In another variation, the relationship functioning includes indices selected from the group consisting of a ratio of positive to negative interactions, number of conflict episodes, an amount of time two users spent together, an amount of quality time two users spent together (i.e., time spent interacting and speaking with each other), amount of physical contact, exercise, time spent outside, sleep quality and length, and coregulation or linkage across these measures. These metrics are determined by self-report phone-based surveys and coded observational data from audio and/or video recordings. In a refinement, the method further includes a step of suggesting goals for these indices and allowing users to customize their goals.
In some variations, feedback can be provided as ongoing tallies and/or graphs viewable on the smart device. This could include information about changes in relationship functioning, number of conflicts, number of positive interactions, etc.

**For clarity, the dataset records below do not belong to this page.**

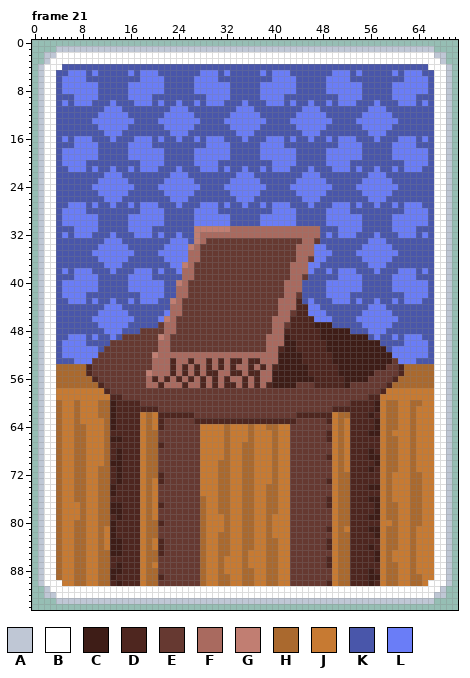
Pixel-art file: art/DuckJokers.aseprite. Above: the version before the commit.
71x95 pixels, 30 frames. Shown: frame 21. The commit also changed other frames, which this record leaves out.
Palette (. is transparent): A #bfc7d5  B #ffffff  C #3e1d17  D #4e261f  E #663931  F #a96a5f  G #c17e72  H #aa692e  J #c77a32  K #4956aa  L #6a7df7
After:
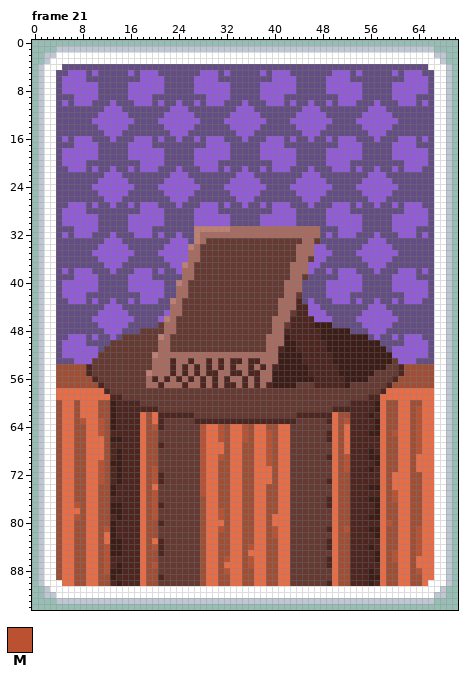
Colours new in this view: M #ba5131
The exact change:
@@ palette @@
-H #aa692e
+H #a24e34
-J #c77a32
+J #eb6b43
-K #4956aa
+K #634d84
-L #6a7df7
+L #935adc
--- frame 21, layer "Base"
@@ x 0..70 @@
 60 .ABBHJJHJJJHHCDDDDEEEEEEEEEEEEEEEEEEEEEEEEEEEEEEEEEEEDDDDCJHHJJHHJJBBA.
-61 .ABBHJJHJJJHHCDDDDDDDEEEEEEEEEEEEEEEEEEEEEEEEEEEEEDDDDDDDCJHHJJHJJJBBA.
-62 .ABBHJJHJJJHHCDDDDJHJDDDDDDEEEEEEEEEEEEEEEEEDDDDDDJHHDDDCDJHHJJHJJJBBA.
-63 .ABBHJJHJJJJHCDDDDJHJDEEEEEDDDDDDDDDDDDDDDDDEEEEEDJHJDDDDCJHHJJHJJJBBA.
-64 .ABBHJJHHJJJHCDDDDJHJDEEEEEEJJJJHJJJHJJHHJJEEEEEEEJHJDDDDCJHHJJHJJJBBA.
-65 .ABBHJJHHJJJHDDDDDJHHEEEEEEEJJJJHJJJHJJJHJJEEEEEEDJHJDDDCCJHJJJHJJJBBA.
-66 .ABBHJJHHJJJHCCDDDJHHEEEEEEEJJJJHJJJHJJJHJJEEEEEEDJHJDDDDDJHHJJHJJJBBA.
-67 .ABBHJJHHJJJHDDDDDJHHDEEEEEEJJJJHJJHHJJJHJJEEEEEEEJHJDDDDDJHHJJHJJJBBA.
-68 .ABBHJJHHJJJHDCDDDJHHEEEEEEEJJJJHJJHHJJJHJJEEEEEEEJHJDDDCDJHHJJHJJJBBA.
-69 .ABBHJJHHJJJHDCDDDJHHEEEEEEEJJJJHJJHHJJJHJJEEEEEEDJHJDDDCCJHHJJHJJJBBA.
-70 .ABBHJJHHJJJHCCDDDJHHEEEEEEEJJJHHJJHHJJJHJJEEEEEEEJHJDDDDCJHHJJHJJJBBA.
-71 .ABBHJJHHJJHHDCDDDJHHEEEEEEEJJJHHJJHHJJJHJJEEEEEEEJHJDDDCDJHHJJHJJJBBA.
-72 .ABBHJJHHJJHHDCDDDJHHDEEEEEEJJJHHJJHHJJJHJJEEEEEEEJHHDDDDDJHJJJHHJJBBA.
-73 .ABBHJJHHJJHHDCDDDJHJDEEEEEEJJJHHJJHHJJJHJJEEEEEEDJHHDDDDDJHJJJHHJJBBA.
-74 .ABBHJJHHJJHHCDDDDJHJEEEEEEEJJJHHJJHHJJHHJJEEEEEEEJHHDDDCCJHJJJHHJJBBA.
-75 .ABBHJJHHJJHHCDDDDJHJEEEEEEEJJJHHJJHHJJHHJJEEEEEEEJHHDDDDDJHJJJHHJJBBA.
-76 .ABBHJJHHJJHHDDDDDJHJEEEEEEEHJJHHJJHHJJHHJJEEEEEEDJHHDDDCCJHJJJHHJJBBA.
-77 .ABBHJJJHJJHHCCDDDJHJDEEEEEEHJJHHJJHHJJHHJJEEEEEEDJHHDDDDCJHHJJHHJJBBA.
-78 .ABBHJJJHJJHHCCDDDJHJEEEEEEEHJJHHJJHHJJHHJJEEEEEEEJHHDDDDCJHHJJHHJJBBA.
-79 .ABBHJJJHJJHHDCDDDJHJEEEEEEEHJJJHJJHHJJHJJJEEEEEEEJHHDDDCCJHHJJHHJJBBA.
-80 .ABBHJJHHJJHHCDDDDJHHDEEEEEEHJJJHJJHHJJHJJJEEEEEEEJHHDDDDDJJHJJHHJJBBA.
-81 .ABBHJJHHJJHJCDDDDJHHEEEEEEEHJJJHJJHHJJHJJJEEEEEEDJHJDDDCCJHHJJHJJJBBA.
-82 .ABBHJJHHJJHJCDDDDJHHEEEEEEEHJJHHJJHHJJHJJJEEEEEEEJHHDDDDCJHHJJHJJJBBA.
-83 .ABBHJJHHJJHJCCDDDJHJDEEEEEEHJJHHJJHHJJHHJJEEEEEEDJHHDDDDDJHHJJHJJJBBA.
-84 .ABBHJJHHJJHJCCDDDJHJDEEEEEEHJJHHJJHHJJHHJJEEEEEEDJHHDDDCDJHHJJHJJJBBA.
-85 .ABBHJJHHJJHHCCDDDJHHDEEEEEEHJJHHJJHJJJHHJJEEEEEEEJHHDDDDCJHJJJHJJJBBA.
-86 .ABBHJJHHJJHHDDDDDJHHEEEEEEEHJJHJJJHJJJHHJJEEEEEEDJHHDDDDCJHJJJHJJJBBA.
-87 .ABBHJJHHJJHHDCDDDJHJEEEEEEEHJJHJJJHJJJHHJJEEEEEEDJHHDDDDDJHHJJHJJJBBA.
-88 .ABBHJJHHJJHHCCDDDJHHEEEEEEEHJJHJJJHHJJHHJJEEEEEEEJHHDDDCDJHHJJHJJJBBA.
+61 .ABBHJJHJJJHHCDDDDDDDEEEEEEEEEEEEEEEEEEEEEEEEEEEEEDDDDDDDCJHHJJHMJJBBA.
+62 .ABBHJJHJJJHHCDDDDJHJDDDDDDEEEEEEEEEEEEEEEEEDDDDDDJHHDDDCDJHHJJHMJJBBA.
+63 .ABBHJJHMJJMHCDDDDJHJDEEEEEDDDDDDDDDDDDDDDDDEEEEEDJHMDDDDCJHHJJHMJJBBA.
+64 .ABBHJJHHJJMHCDDDDJHMDEEEEEEMJJMHJJMHJJHHJJEEEEEEEJHJDDDDCJHHJJHMJJBBA.
+65 .ABBHJJHHJJMHDDDDDJHHEEEEEEEMJJMHJJMHJJMHJJEEEEEEDJHJDDDCCJHMJJHMJJBBA.
+66 .ABBHJJHHJJJHCCDDDJHHEEEEEEEMJJMHJJMHJJMHJJEEEEEEDJHJDDDDDJHHJJHMJJBBA.
+67 .ABBHJJHHJJJHDDDDDJHHDEEEEEEMJJJHJJHHJJMHJJEEEEEEEJHJDDDDDJHHJJHMJJBBA.
+68 .ABBHJJHHJJJHDCDDDJHHEEEEEEEMJJJHJJHHJJMHJJEEEEEEEJHJDDDCDJHHJJHMJJBBA.
+69 .ABBHJJHHJJJHDCDDDJHHEEEEEEEMJJMHJJHHJJMHJJEEEEEEDJHMDDDCCJHHJJHJJJBBA.
+70 .ABBHJJHHJJMHCCDDDJHHEEEEEEEMJJHHJJHHJJMHJJEEEEEEEJHMDDDDCJHHJJHJJJBBA.
+71 .ABBHJJHHJJMHDCDDDJHMEEEEEEEMJJHHJJHHJJJHJJEEEEEEEJHMDDDCDJHHJJHJJJBBA.
+72 .ABBHJJHHJJMHDCDDDJHMDEEEEEEMJJHHJJHHJJJHJJEEEEEEEJHHDDDDDJHJJJHHJJBBA.
+73 .ABBHJJHHJJMHDCDDDJHMDEEEEEEMJJHHJJHHJJJHJJEEEEEEDJHHDDDDDJHJJJHHJJBBA.
+74 .ABBHJJHHJJHHCDDDDJHJEEEEEEEMJJHHJJHHJJHHJJEEEEEEEJHHDDDCCJHJJJHHJJBBA.
+75 .ABBHJJHHJJHHCDDDDJHMEEEEEEEMJJHHJJHHJJHHJJEEEEEEEJHHDDDDDJHMJJHHJJBBA.
+76 .ABBHJJHHJJHHDDDDDJHMEEEEEEEHJJHHJJHHJJHHJJEEEEEEDJHHDDDCCJHMJJHHJJBBA.
+77 .ABBHJJMHJJHHCCDDDJHMDEEEEEEHJJHHJJHHJJHHJJEEEEEEDJHHDDDDCJHHJJHHJJBBA.
+78 .ABBHJJJHJJHHCCDDDJHMEEEEEEEHJJMHJJHHJJHHJJEEEEEEEJHHDDDDCJHHJJHHJJBBA.
+79 .ABBHJJMHJJHHDCDDDJHMEEEEEEEHJJMHJJHHJJHJJJEEEEEEEJHHDDDCCJHHJJHHJJBBA.
+80 .ABBHJJHHJJHHCDDDDJHHDEEEEEEHJJJHJJHHJJHJJJEEEEEEEJHHDDDDDJMHJJHHJJBBA.
+81 .ABBHJJHHJJHMCDDDDJHHEEEEEEEHJJMHJJHHJJHMJJEEEEEEDJHMDDDCCJHHJJHMJJBBA.
+82 .ABBHJJHHJJHJCDDDDJHHEEEEEEEHJJHHJJHHJJHMJJEEEEEEEJHHDDDDCJHHJJHMJJBBA.
+83 .ABBHJJHHJJHJCCDDDJHJDEEEEEEHJJHHJJHHJJHHJJEEEEEEDJHHDDDDDJHHJJHMJJBBA.
+84 .ABBHJJHHJJHMCCDDDJHMDEEEEEEHJJHHJJHMJJHHJJEEEEEEDJHHDDDCDJHHJJHMJJBBA.
+85 .ABBHJJHHJJHMCCDDDJHHDEEEEEEHJJHHJJHJJJHHJJEEEEEEEJHHDDDDCJHMJJHMJJBBA.
+86 .ABBHJJHHJJHMDDDDDJHHEEEEEEEHJJHMJJHMJJHHJJEEEEEEDJHHDDDDCJHMJJHJJJBBA.
+87 .ABBHJJHHJJHMDCDDDJHMEEEEEEEHJJHJJJHMJJHHJJEEEEEEDJHHDDDDDJHHJJHJJJBBA.
+88 .ABBHJJHHJJHMCCDDDJHHEEEEEEEHJJHMJJHHJJHHJJEEEEEEEJHHDDDCDJHHJJHMJJBBA.
 89 .ABBHJJHHJJHHCDDDDJHHDEEEEEEHJJHHJJHHJJHHJJEEEEEEEJHHDDDCCJHHJJHHJJBBA.
Pixel boxes of the changes (left, top, right, bottom) in both pictures:
changed: (56, 64, 434, 586)

In a variation, the method further includes a step of analyzing each data stream to provide a user with covariation of user's mood, relationship functioning, and various relationship-relevant events. Such metrics are obtained via time series analysis and dynamical systems model (DSM) coefficients quantifying the association and influence of each person on the other person (i.e., one person's mood impacting the other person's mood). Emotional escalation patterns within and individual and between individuals can be quantified though a DSM, such as a coupled linear oscillator incorporating each individual's emotional arousal (as depicted from physiological, acoustic, and linguistic indices), and the effect of the interacting partner on these measures. The DSM parameters reflect the amount of emotional self-regulation within a person, as well as within-couple co-regulation. The user can also create personalized networks and specify relationship types for each person in their network. This means that there could be multiple people in an interpersonal system that are linked in the system as a network (e.g., someone linked as mother, someone linked as child, someone linked as coworker, someone linked as friend). It would thus be possible to compute these metrics for dyads or systems of people within the network, rather than just between one dyad using the system. The user can also set person-specific privacy settings and customize personal data that can be accessed by others in their networks.
With reference to
The following examples illustrate the various embodiments of the present invention. Those skilled in the art will recognize many variations that are within the spirit of the present invention and scope of the claims.
Prototype Model
Using mobile computing technology, our field study collected self-reports of mood and the quality of interactions (MQI) between partners, EDA, ECG activity, synchrony scores, language use, acoustic quality, and other relevant data (such as whether partners were together or communicating remotely) to detect conflict in young-adult dating couples in their daily lives. We conducted classification experiments with binary decision trees to retro actively detect the number of hours of couple conflict.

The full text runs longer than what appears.